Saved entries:

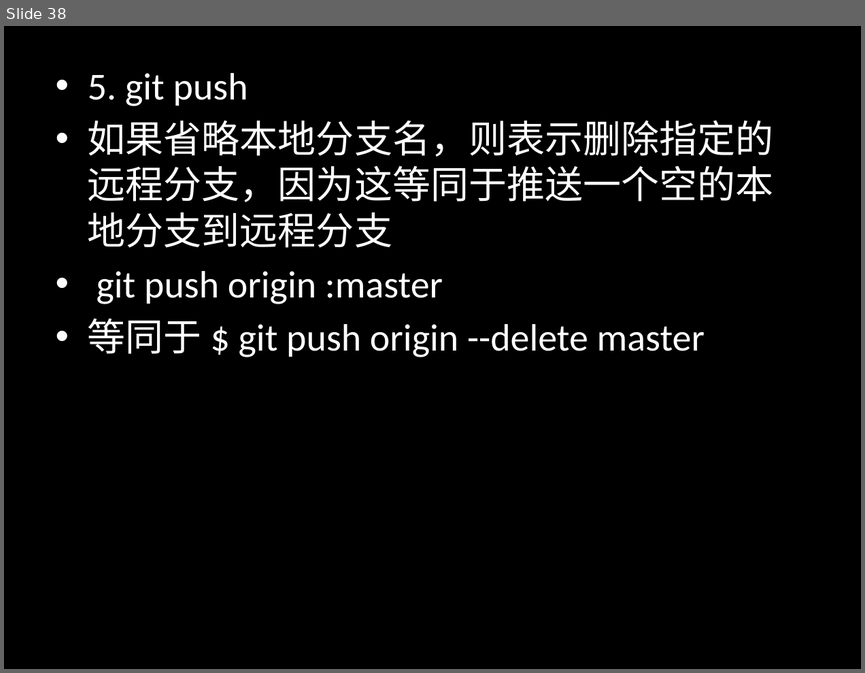
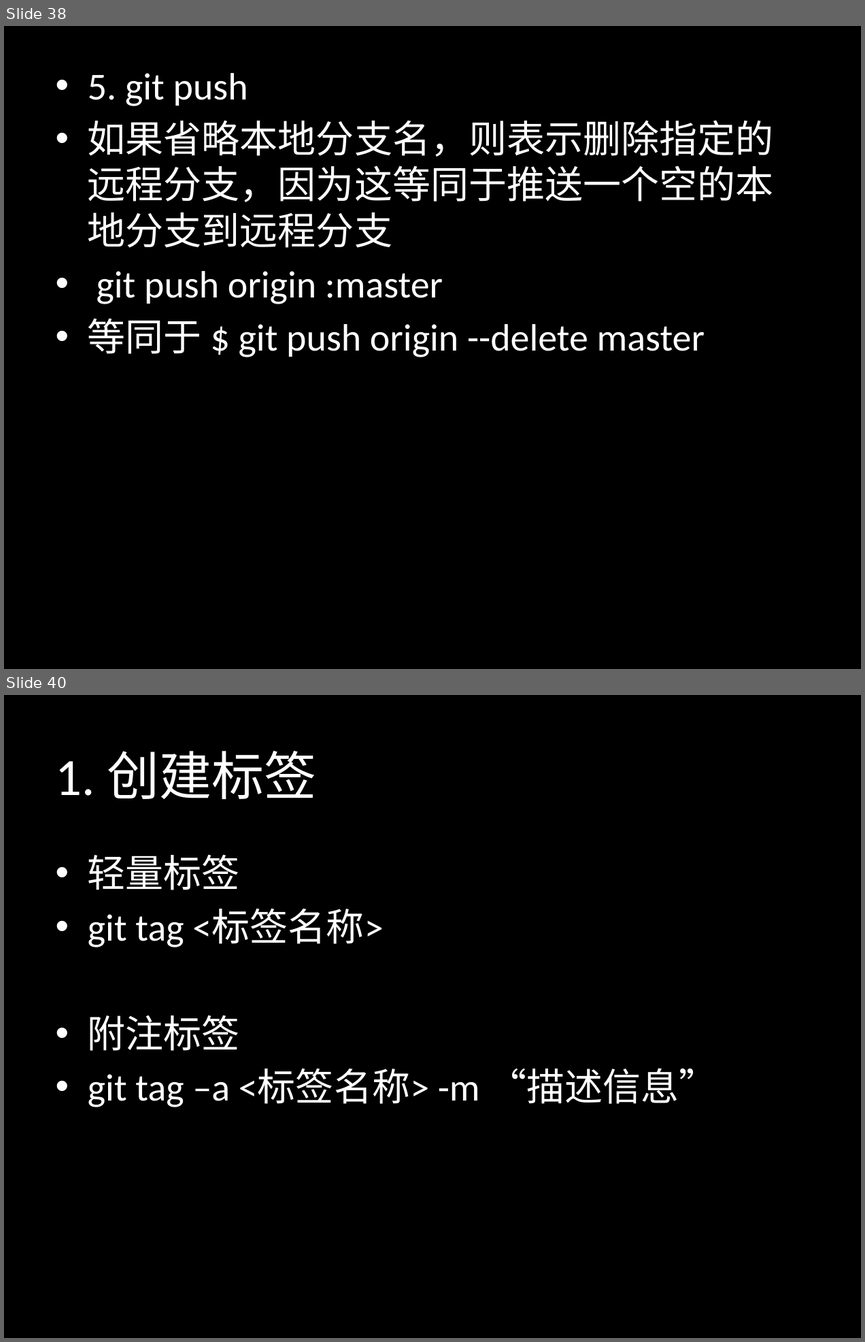
Before and after one commit to sontekliu/git-book, a slide deck: Git.pptx. Shown one above the other, each under a label of ours: slide 38 before the commit, slides 38 and 40 after it; the slides between them are not shown. The pictures are 865x673 and 865x1342 pixels, drawn with LibreOffice and Linux fonts; fonts in the diff are those of the drawing. Boxes give left, top, right and bottom in pixels: in the first picture for what was removed or moved away, otherwise in the second. Text is boxed around its words. In the diff, an @@ line names an element or a change of style, - is before the commit and + after.

```diff
--- a/Git.pptx
+++ b/Git.pptx
@@ slide 40 added at [4, 695, 861, 1338], background #000000 @@
@@ title added at [56, 751, 317, 799], 44 pt, text #FFFFFF @@
+1. 创建标签
@@ text added at [88, 854, 717, 1107], 32 pt, text #FFFFFF @@
+• 轻量标签
+• git tag <标签名称>
+• 附注标签
+• git tag –a <标签名称> -m “描述信息”
```
Also in this commit, not shown: 5 slides changed, 4 other slides added, 1 slide removed.

### Exercise
Within the records above, count the lines that contain "other" and give the number with nothing added.

### Expected answer
2